OP your birth will be your birth. It can be beautiful and calm or traumatic and messy or anything in between. listen to how you feel and try to speak up about anything you are unhappy with, your feelings matter big style. It’s not all about baby and mum second. if might linger with you for a long time if you don’t.

Good luck to you

Silverswirl · 27/01/2022 15:00

It’s not the case for everyone but it is for most women. Your whole brain is consumed with getting the baby out. It’s hard to describe but it’s like a primitive thing takes over. Try not to be scared about pain. It’s a positive pain rather than something is wrong. But it’s more than just pain. Every cell in your body and brain is working to get that baby out. You might do a poo whilst pushing or bite the midwifes arm or have a slight tear and you won’t even notice (I did all 3 and barely remembered afterwards)
Being naked is really really the least you will be worrying about. You are thinking about it sitting there now not in advanced labour. Totally different state of mind. It all changes for most women because there is so much else going on.

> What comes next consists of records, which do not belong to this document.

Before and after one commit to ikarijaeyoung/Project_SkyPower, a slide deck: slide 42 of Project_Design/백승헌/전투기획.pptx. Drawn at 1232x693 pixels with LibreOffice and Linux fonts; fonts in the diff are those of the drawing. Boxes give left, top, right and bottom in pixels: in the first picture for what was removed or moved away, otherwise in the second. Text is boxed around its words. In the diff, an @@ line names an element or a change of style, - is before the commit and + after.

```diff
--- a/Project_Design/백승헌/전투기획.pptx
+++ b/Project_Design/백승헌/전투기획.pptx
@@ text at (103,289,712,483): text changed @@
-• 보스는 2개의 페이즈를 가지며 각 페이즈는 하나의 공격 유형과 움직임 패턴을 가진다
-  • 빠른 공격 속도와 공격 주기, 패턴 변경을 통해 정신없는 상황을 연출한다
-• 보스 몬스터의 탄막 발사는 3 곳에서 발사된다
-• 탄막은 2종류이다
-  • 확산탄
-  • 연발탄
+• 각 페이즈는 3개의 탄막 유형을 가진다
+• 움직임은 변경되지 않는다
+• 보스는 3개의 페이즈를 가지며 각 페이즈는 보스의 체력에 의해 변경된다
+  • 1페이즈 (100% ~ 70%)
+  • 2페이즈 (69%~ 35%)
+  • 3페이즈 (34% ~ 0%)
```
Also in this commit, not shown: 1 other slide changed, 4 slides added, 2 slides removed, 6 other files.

Balonziaga · 27/01/2022 15:02

OK so it sounds like you are afraid of losing your usual sense of self - is that right?

As in, you wouldn't be the 'sort' to go topless/go skinny dipping/be less than in control in public, and are worried that being in labour will make you behave in a way that goes against your natural personality?

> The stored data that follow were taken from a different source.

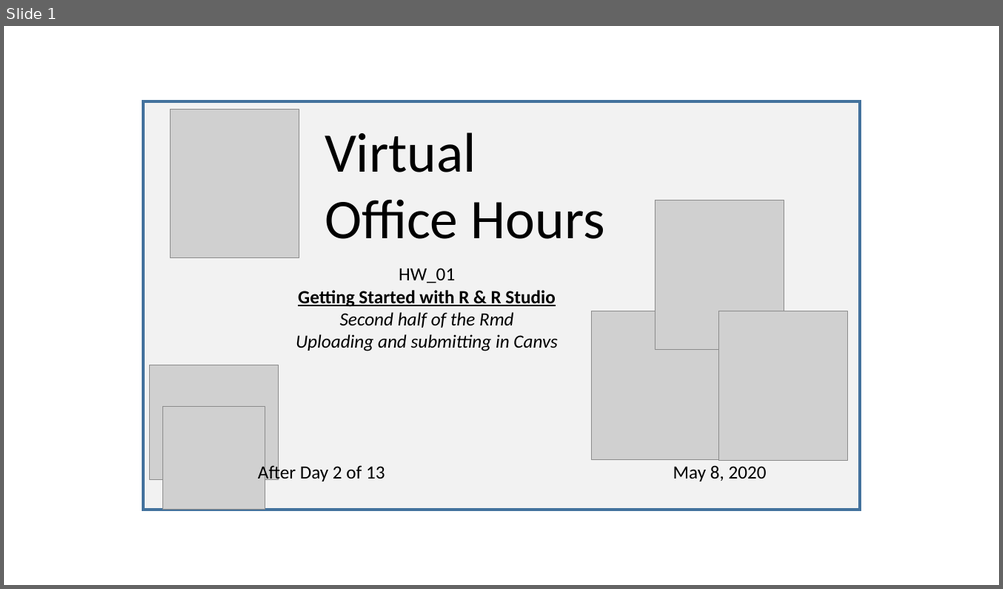
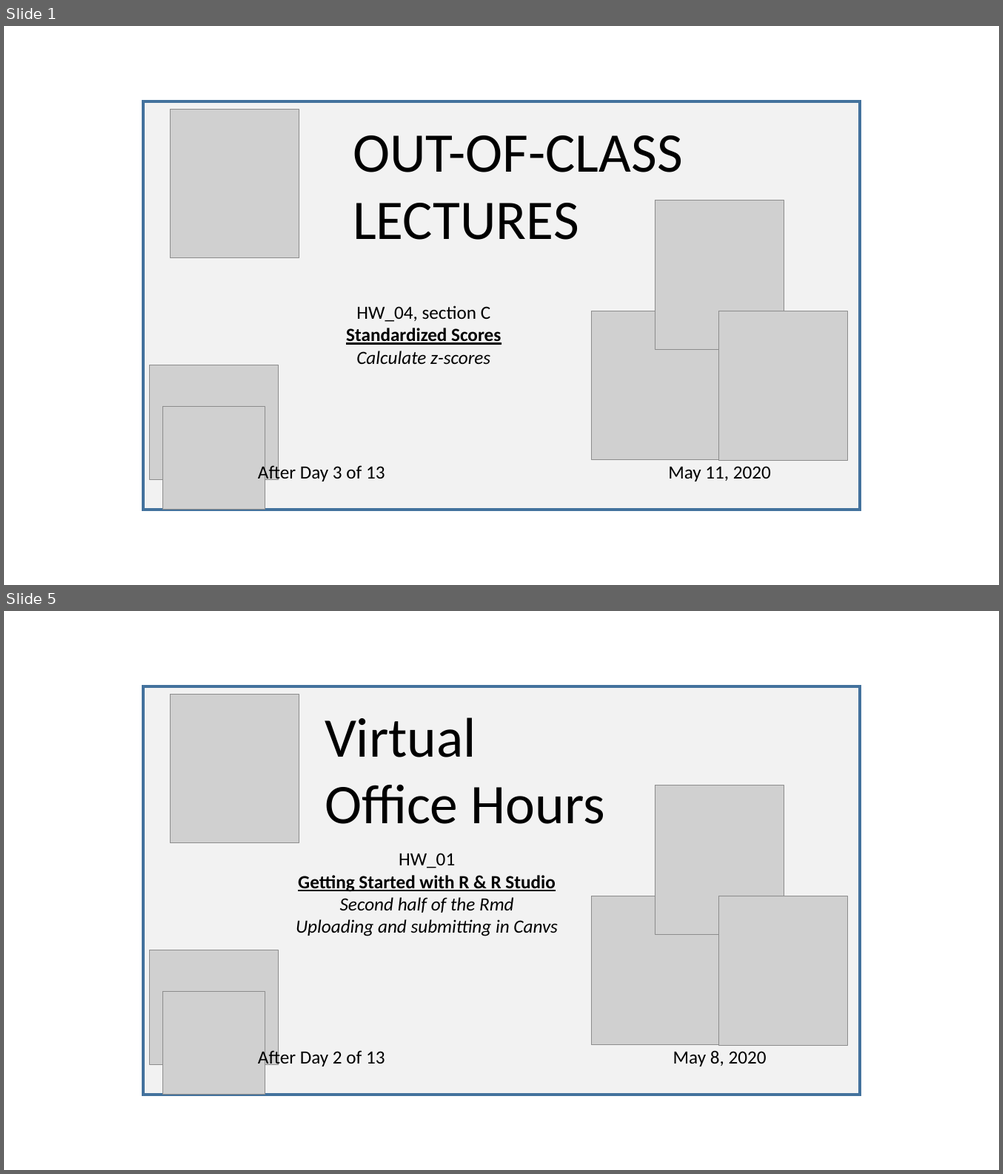
Before and after one commit to SarBearSchwartz/SarBearSchwartz.github.io, a slide deck: static/img/youtube_thumbnails/video_thumbnail_building.pptx. Shown one above the other, each under a label of ours: slide 1 before the commit, slides 1 and 5 after it; the slides between them are not shown. The pictures are 1003x589 and 1003x1174 pixels, drawn with LibreOffice and Linux fonts; fonts in the diff are those of the drawing; grey boxes stand for pictures. Boxes give left, top, right and bottom in pixels: in the first picture for what was removed or moved away, otherwise in the second. Text is boxed around its words. In the diff, an @@ line names an element or a change of style, - is before the commit and + after.

```diff
--- a/static/img/youtube_thumbnails/video_thumbnail_building.pptx
+++ b/static/img/youtube_thumbnails/video_thumbnail_building.pptx
@@ slide 1 added at (4, 26, 999, 585), background #FFFFFF @@
@@ rectangle added at (144, 101, 859, 510), fill #F2F2F2, outline #43739E 3 pt @@
@@ picture added at (170, 110, 299, 259) @@
@@ text added at (353, 136, 683, 240), 54 pt, text #000000 @@
+OUT-OF-CLASS LECTURES
@@ picture added at (655, 201, 785, 350) @@
@@ text added at (346, 306, 501, 364), 18 pt, text #000000 @@
+HW_04, section C
+Standardized Scores
+Calculate z-scores
@@ picture added at (591, 311, 720, 460) @@
@@ picture added at (719, 312, 848, 461) @@
@@ picture added at (150, 366, 279, 480) @@
@@ picture added at (163, 407, 266, 510) @@
@@ text added at (258, 463, 385, 483), 18 pt, text #000000 @@
+After Day 3 of 13
@@ text added at (668, 466, 771, 482), 18 pt, text #000000 @@
+May 11, 2020
@@ what was slide 1 is now slide 5 @@
```
Also in this commit, not shown: 3 other slides added, 8 other files.

I think that's what you are saying.

It won't.

I had a water birth the first time - was in from early contractions to delivery so was naked from waist down but had a sort of bandeau top on my boobs because I wanted to. At no point did I suddenly decide I wanted to whip it off (until DD arrived and was hungry!)

Second birth was in a bed and again, I was in a long t-shirt and stayed that way.

I DID make noises I didn't expect to make - I didn't have any pain relief first time and found that along with the natural high from all the adrenalin and whatnot, the noises helped me breathe and deliver. Second time round I had an epidural and it was a much quieter labour.

Both times felt like me doing my thing though if that makes sense.

Wannabegreenfingers · 27/01/2022 15:02

I was naked with my 2nd, my choice. At no point did I lose my dignity. I birthed a human in the way I was most comfortable.

In the nicest possible way you need to worry less about being naked. It's totally normal and I promise no one in the room will care. Male or female.